As mentioned above, the September 2023 Azerbaijani “anti-terrorist operation” did not involve attacks against Armenian civilians. It was, instead, the final phase of ending the Armenian military occupation, as four UN Security Resolutions in 1993 had underscored that this was sovereign Azerbaijani territory. The European Court of Human Rights established in 2015 that the occupation was not by “local self-defence” forces but rather by military formations supplied, managed, and directed by Yerevan, including soldiers and commanders from the main body of Armenia.
A significant factor in the prolongation of the conflict has been the residual control exerted by Karabakh leaders, Robert Kocharyan (President of Armenia, 1998–2008) and Serzh Sargsyan (President of Armenia, 2008–2018), over the Armenian state apparatus. These Karabakh leaders kept the Armenian population in poverty, enriching themselves and their associates.

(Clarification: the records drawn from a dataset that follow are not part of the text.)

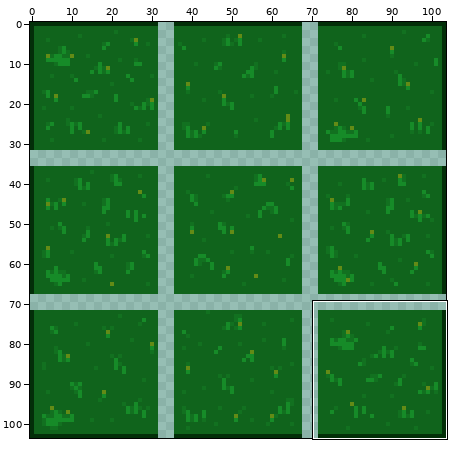
One commit to this sprite sheet: project/celestia/assets/celestia/textures/terrain/grass_cover.png. Above, an overview of the earlier version with the close-up marked.
Close-up. Before:
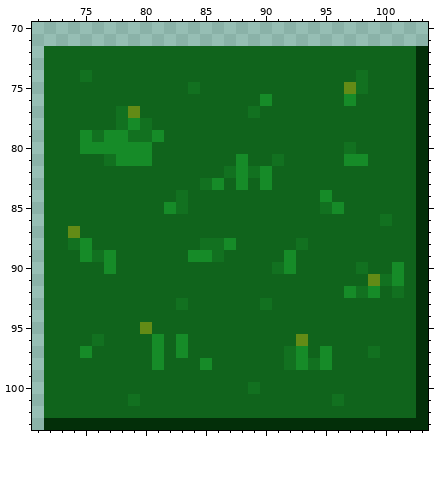
The file is 104x104 pixels. Shown: x 71..103, y 70..103. The commit also changed other parts of the picture, which this record leaves out.
New version:
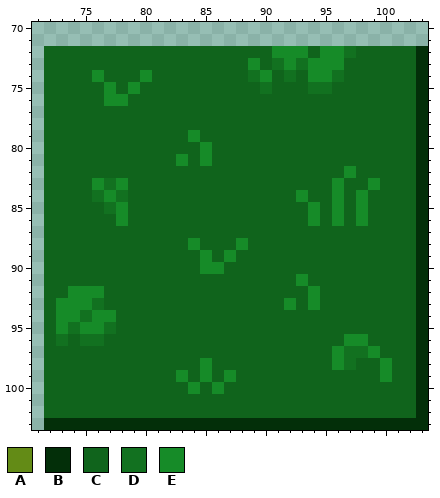
Palette (. is transparent): A #638b16  B #032f09  C #10641c  D #127120  E #168b28
Edits made:
Changed rows in their new state; - is an unchanged pixel.
first column x 73:
 72 ------------------EEE-EED----
 73 ----------------E-DEDEEE-----
 74 --CE---E--------DE-D-EED-C---
 75 ----E-E----C-----D---DD-CC---
 76 ----EE-----------C------C----
 77 -----CC---------C------------
 78 -----CCC---------------------
 79 --CCCCCCC--E-----------------
 80 --CCCCCC----E-----------C----
 81 ----CCCC--E-E--C--C-----CC---
 82 --------------CCCC------E----
 83 ---EDE------CC-C-C-----E--E--
 84 ---DED----C---------E-CE-E---
 85 ----DE---CC----------EC--E---
 86 -----E---------------E-E-E-C-
 87 -C---------------------------
 88 -CC--------ECCCE----C--------
 89 --CCC------C-CE----C---------
 90 ----C-------EE----CC-----C--C
 91 --------------------E-----CCC
 92 -EEE-----------------E--CCC-C
 93 EEED------C------C-E-E-------
 94 EEDEE------------------------
 95 EDEED--C---------------------
 96 D-D-----C-C---------C---EE---
 97 --C-----C-C--------CC-CEDDE--
 98 --------C----------CCCCED--E-
 99 ----------E-E-E------------E-
100 -----------E-E--C------------
101 ------C----------------C-----
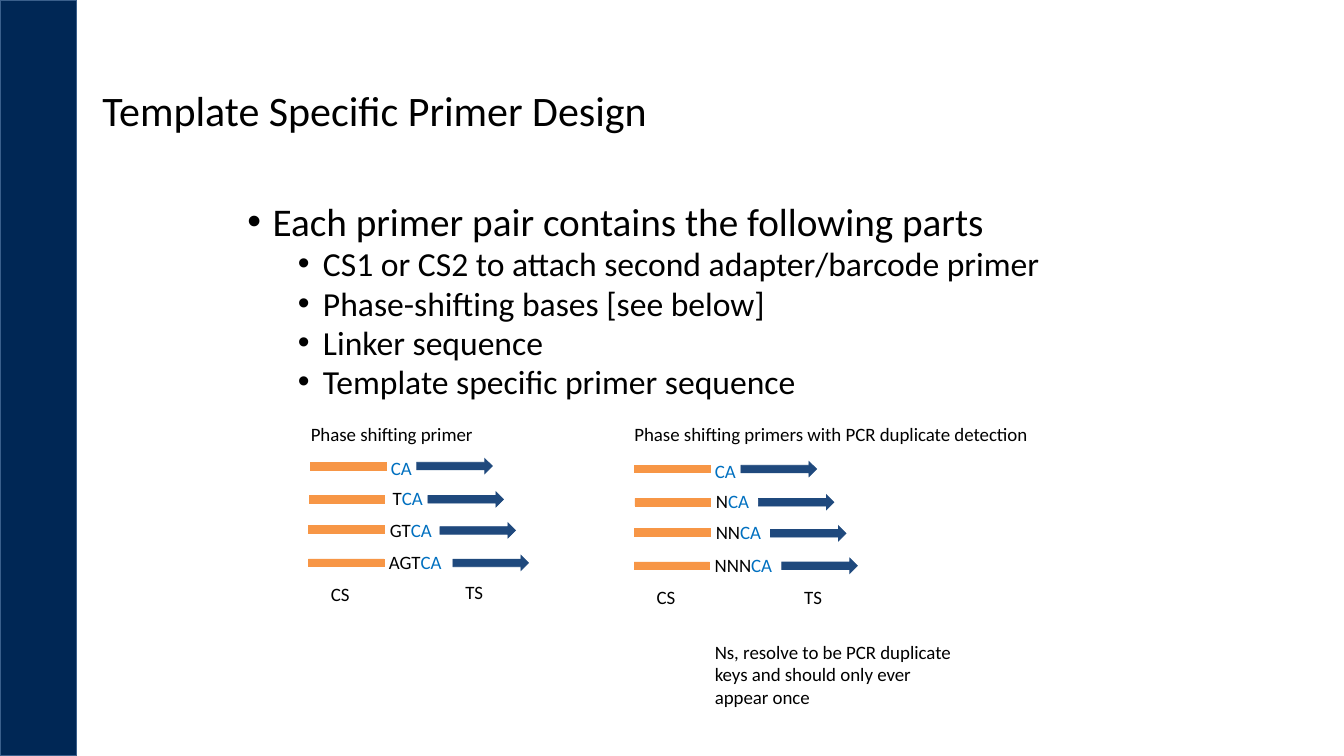
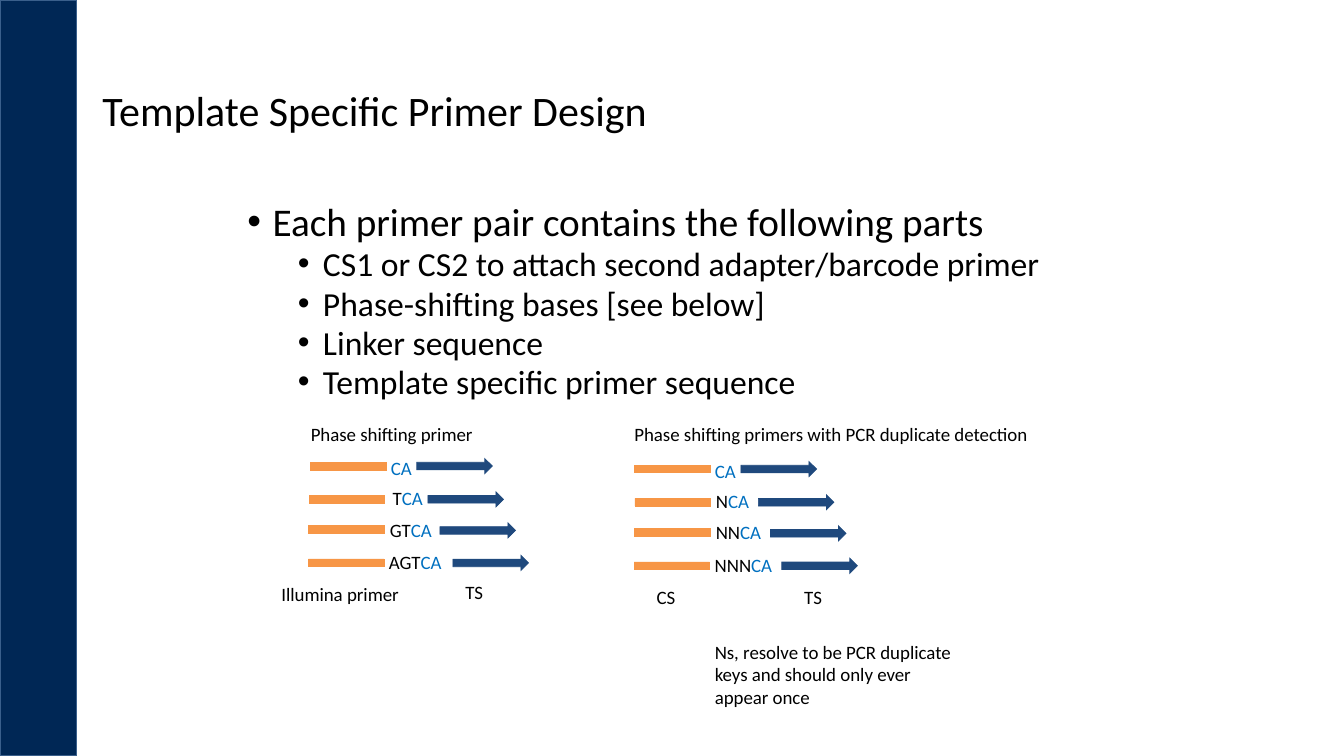
Before and after one commit to ucdavis-bioinformatics-training/2019_September_UCD_Microbial_Community_Analysis_Workshop, a slide deck: slide 9 of dbcAmplicons/dbcAmplicons_Amplicons.pptx. Drawn at 1344x756 pixels with LibreOffice and Linux fonts; fonts in the diff are those of the drawing; background and template pictures are left out. Boxes give left, top, right and bottom in pixels: in the first picture for what was removed or moved away, otherwise in the second. Text is boxed around its words. In the diff, an @@ line names an element or a change of style, - is before the commit and + after.

```diff
--- a/dbcAmplicons/dbcAmplicons_Amplicons.pptx
+++ b/dbcAmplicons/dbcAmplicons_Amplicons.pptx
@@ text at (281, 588, 399, 604): text changed @@
-CS
+Illumina primer
```
Also in this commit, not shown: 6 other slides changed, 17 other files.

Pashinyan rose to power in 2018 through widespread street protests that opposed the long-standing rule of the Karabakh leaders. However, his leadership has been inconsistent, often swaying with political pressures from irredentist political forces within Armenia and the influential diaspora.
Pashinyan appears to have pursued a peaceful South Caucasus and normalised relations with Azerbaijan. The agenda of the opposition, egged on by the radical diaspora, is the opposite. This is clear from their demand not even for new snap elections but Pashinyan’s resignation as prime minister. Such an event is improbable, and both sides must know this. There is no serious political threat to the Pashinyan administration because he retains a parliamentary majority. Consequently, a change of power in Armenia is unlikely in the near term.
The strength of the opposition nevertheless signifies the influence of some popular discontent with Pashinyan. It means the strength of decades of political socialisation of the population under the influence of xenophobic ideology, propagated not only by the Karabakh clan but also heavily sponsored and promoted by the radical diaspora, especially in the U.S. and France. For this reason, Pashinyan must be able to point to economic and other material benefits of peace in the run-up to elections for the next parliament, whenever he calls them, presumably in 2026.
Azerbaijan, Georgia, and Turkey are ready to offer him support, as they have been since the late 2000s when the Karabakh clique led by Kocharyan and Sargsyan refused it. If Pashinyan continues to try to sit on two stools simultaneously (Russia and the West), he risks falling between them as the distance between them relentlessly increases. The first essential step is to sign a comprehensive peace treaty with Azerbaijan before the end of the year. Without this facilitating condition, nothing else is possible.